# I think I need help



## greyandgreenbean77 (Dec 23, 2013)

I have to wait a little longer for counseling but I think I need help, not just for social anxiety but for too many mental disorders. I just know alot is wrong with me...severe anger issues, bad hormonal issues, constant suicidal thoughts (even after really good days like today), depression, anxiety, outbursts, hyperactivity....I don't even know where to begin.


----------



## knightofdespair (May 20, 2014)

I feel that way sometimes but I don't really have any faith in those people. SA is commonly part of other things.


----------



## TheSkinnyOne (Sep 17, 2015)

They could help you figure out what's up and what to do about it. I know alot of people have problems with psychologists but the thing is the psychologist isn't the cure. They just try to help. I know they aren't always great and some may be terrible but they all aren't terrible. Just having someone to talk to could do wonders.


----------



## Kevin001 (Jan 2, 2015)

In the mean time try doing self-help stuff. Do you write down your thoughts/emotions?

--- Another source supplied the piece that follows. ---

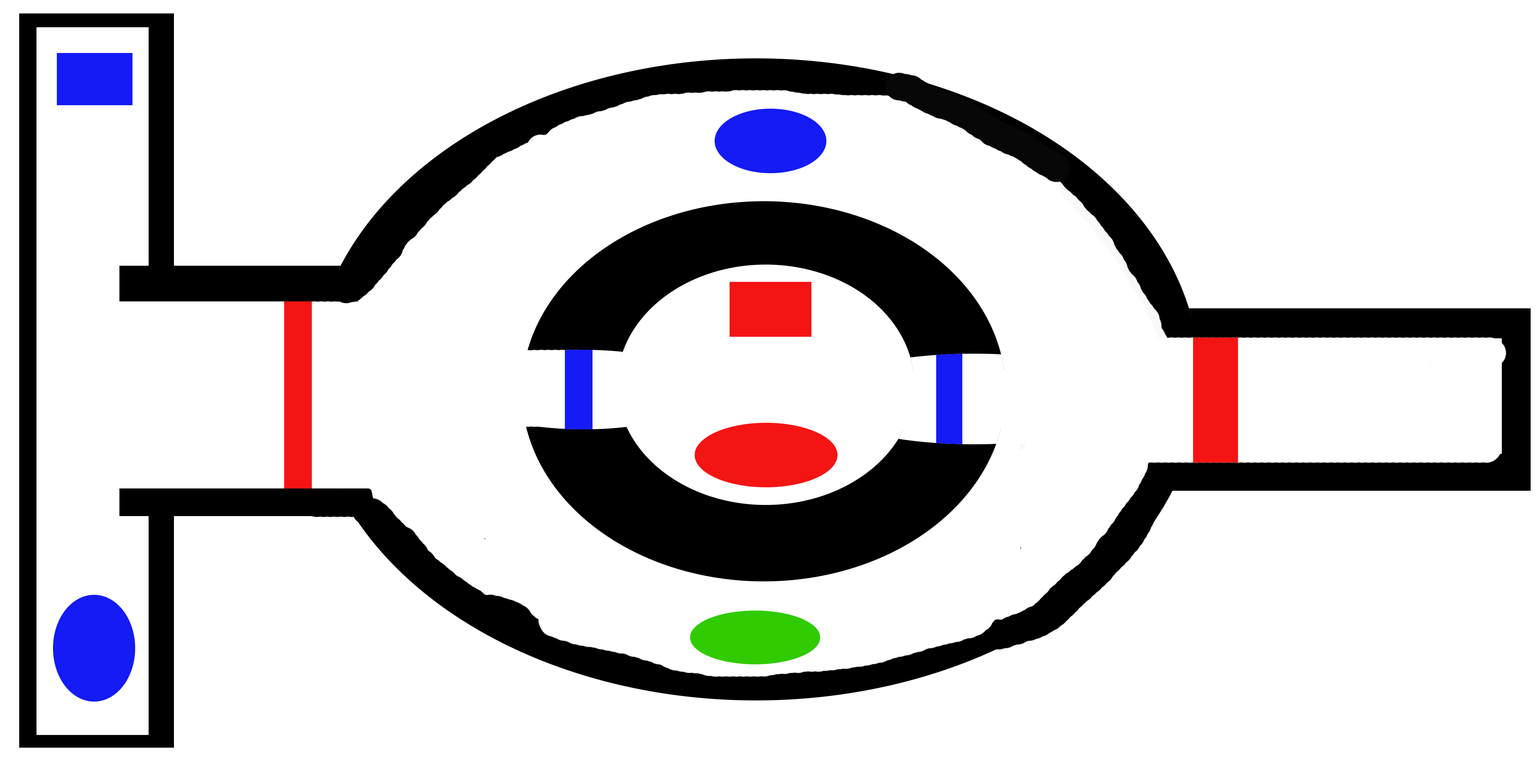
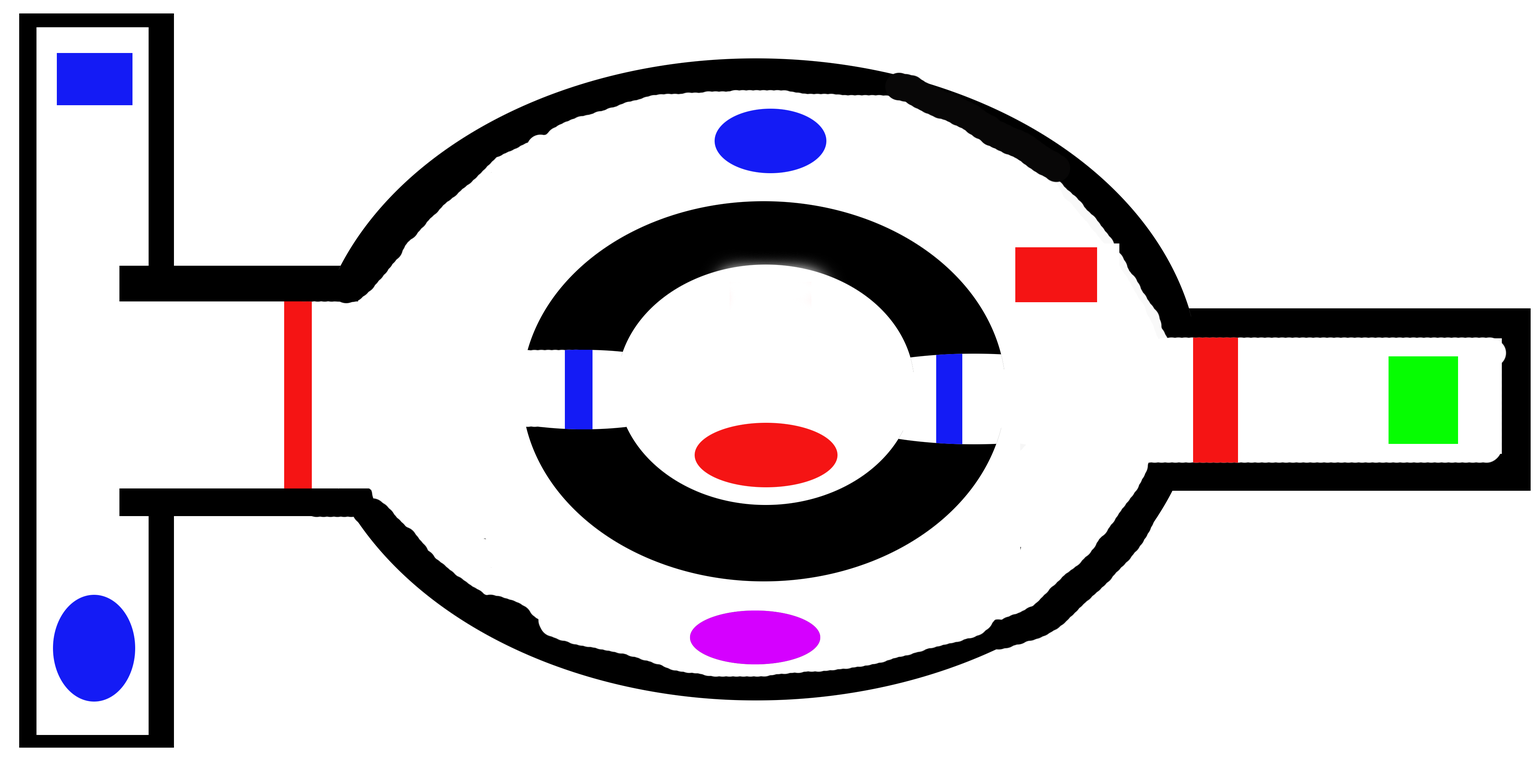
Comparing the layer stacks of the two 1536 × 768 images. Changes:
added layer "Layer 1" above "Layer 0" over [701,243,1120,337]
painted on "Layer 0" over [689,356,1458,665]

I like watching Kati Morton on youtube, plus a exercise routine might help.


----------



## JohnCrack (Jan 11, 2014)

Start with self-help....I know exercise is a very overrated but effective way to manage self-issues either health or mental well being. I advice a good YOGA or Running. This really helped me clear the bad thoughts and of course including my physical state. For a more advance approach; a good diet will trully help; I suggest Intermittent fasting or Low-Carb diet to focus on something instead of your problems thus leading to a healthier and better you. Easier said than done but we gotta start somewhere to achieve the unimaginable.


----------



## DerrickOdea (Aug 17, 2015)

Your therapist would help you get rid of all these anxiety symptoms, also I suggest you to try your own. Doing exercise and healthy eating makes your mind and body naturally fit. Yoga and meditation is also a good idea.


----------



## 7th.Streeter (May 11, 2011)

I'm sorry you're having a tough time...

But what you listed sounds like bpd... Just try your best to hold on.I hope u get the help you deserve.


----------



## sarafinanickelbocker (May 16, 2010)

JD91 said:


> I have to wait a little longer for counseling but I think I need help, not just for social anxiety but for too many mental disorders. I just know alot is wrong with me...severe anger issues, bad hormonal issues, constant suicidal thoughts (even after really good days like today), depression, anxiety, outbursts, hyperactivity....I don't even know where to begin.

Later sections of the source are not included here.